In Kiewit Offshore v. Dresser-Rand, the Fifth Circuit affirmed a summary judgment for the plaintiff in a large construction  matter; as the final point addressed, the Court observed: “Dresser-Rand contends, for the first time on appeal, that Kiewit submitted insufficient, conclusory summaries of the work reflected in Invoices DR-04b, 05, and 06, preventing the district court from verifying the total amount of damages Kiewit claimed. Dresser-Rand failed to raise this argument below, and we therefore decline to consider it here.” The Court also noted that “it was undisputed that the invoices accurately reflected actual costs incurred . . . for work performed and accepted . . . .” It is a fair question whether the same result would obtain under Texas state practice, which among other matters distinguishes between “substantive” and “form” objections to summary judgment affidavits – “form” issues requiring objection, but not substantive ones. See Seim v. Allstate Texas Lloyds, No. 17-0488, 2018 WL 3189568, at *3 (Tex. June 29, 2018) (per curiam).

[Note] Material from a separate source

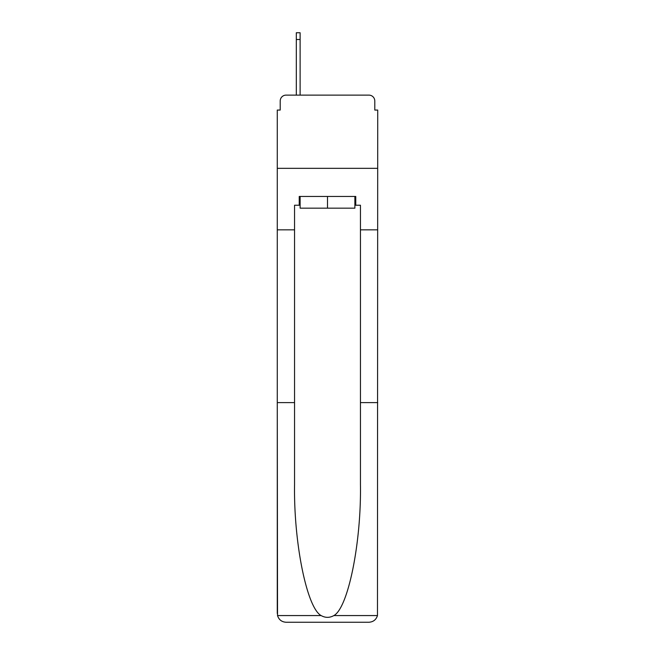 <?xml version="1.0" encoding="UTF-8"?>
<svg xmlns="http://www.w3.org/2000/svg" width="655" height="655" viewBox="0 0 655 655"><rect width="100%" height="100%" fill="white"/><g stroke="black" fill="none" stroke-linecap="round" stroke-linejoin="round"><path stroke-width="0.98" d="M280.209 100.985L280.209 110.065L280.209 100.985A5.854 5.854 0 0 1 286.063 95.122L296.314 95.122L296.314 32.75L300.121 32.75L300.121 95.122L304.657 95.122M354.879 205.236L355.763 205.236L355.763 196.451L299.237 196.451L299.237 205.236L294.553 205.236L294.553 402.612L277.278 402.612L277.532 615.569C278.866 619.728 281.707 621.955 286.063 622.25L368.937 622.25C373.293 621.955 376.134 619.728 377.468 615.569L377.722 110.065L374.791 110.065L374.791 100.985A5.854 5.854 0 0 0 368.937 95.122L286.063 95.122M294.553 229.84L277.278 229.84L277.278 168.335L377.722 168.335L277.278 168.335L277.278 110.065L280.209 110.065M350.343 95.122L368.937 95.122M374.791 110.065L374.791 100.985M286.063 622.25L308.317 622.25L286.063 622.25M294.553 402.612L294.553 484.536C293.645 542.725 306.868 607.922 321.122 615.569C325.371 617.935 329.621 617.935 333.878 615.569C348.132 607.922 361.355 542.725 360.447 484.536L360.447 205.236L355.763 205.236M277.278 613.465L277.278 229.84M377.722 229.84L360.447 229.84M377.722 402.612L360.447 402.612M299.237 205.236L300.121 205.236M300.121 196.451L300.121 208.167L354.879 208.167L354.879 196.451M327.5 196.451L327.5 208.167M277.532 615.569L321.122 615.569M333.878 615.569L377.468 615.569M296.314 39.488L300.121 39.488"/></g></svg>

After a Fifth Court panel reversed a plaintiff’s judgment in a premises liability case, the plaintiff’s counsel filed a motion to recuse based on campaign contributions received by two of the Justices on the panel. That motion led to an uncommon en banc opinion by the Fifth Court, which found that the motion was untimely (as it was made after receiving an adverse ruling) and lacked merit:

“Whether favored by judges or not, Texas selects its judges by popular election and requires that they finance this process. It has done so for more than a century. Recognizing this reality, Texas courts have spoken definitively and clearly with respect to the effect of campaign contributions on recusal. The mere receipt of campaign funds, in and of itself, without an indication of communication or coordination of the handling of a case, is not a basis for recusal.”

The Court then referred the plaintiff’s counsel to the State Bar for potential disciplinary action, noting that had he “ended his motion with the complaint regarding the mere receipt of campaign contributions by two justices on the panel deciding the appeal, we would deny the motion without further comment,” but instead “he has taken his disappointment with the outcome of this case to an inappropriate level by attacking the integrity of this Court . . . .” AVPM Corp. v. Childers, No. 05-17-00372-CV (revised Oct. 9, 2018) (en banc).

Relators superseded a judgment and sought mandamus relief against certain trial court proceedings. The Fifth Court dismissed the petition, observing: “Here, relators did not ask the trial court to dissolve the garnishments or stay the hearing on the motion for sanctions and application for turnover order. The trial court’s ‘Writ of Supersedeas’ provided relators with all of the relief they requested below.” In re: Raley, No. 05-18-01119-CV (Oct. 2, 2018) (mem. op.)

The party opposing arbitration in Camp v. Potts pointed to a year-long delay in moving to compel arbitration, during which the underlying matter was set for trial and required travel and expense to be available during that setting. Unfortunately, as to other parts of the framework in Perry Homes v. Cull, 258 S.W.3d 580 (Tex. 2008), “[t]he record . . . contains no evidence the trial preparation would not be useful in arbitrating their claims as well,” and the parties “have not argued, and we see no evidence in the record, that the delay caused any harm caused to their legal position.” Accordingly, the Fifth Court reversed the denial of the motion to compel arbitration. No. 05-18-00149-CV (Oct. 1, 2018) (mem. op.)

The mandamus petition in In re Lafredo, a divorce proceeding involving a same-sex marriage, addressed whether Obergefell v. Hodges should apply retroactively. As to the requirement of a clear abuse of discretion, in addition to noting that “the existence of an informal or common law marriage is a question of fact to be resolved by the fact finder,” the Fifth Court noted: “The  legal question of whether Obergefell is retroactive has not been determined by the Supreme Court of Texas or by the U.S. Supreme Court. The trial court, therefore, did not fail to correctly analyze or apply the law or reach an arbitrary and unreasonable decision when it determined that relator had not established as a matter of law that no legal marriage existed . . . .”  No. 05-18-01034-CV (Sept. 24, 2018) (mem. op.)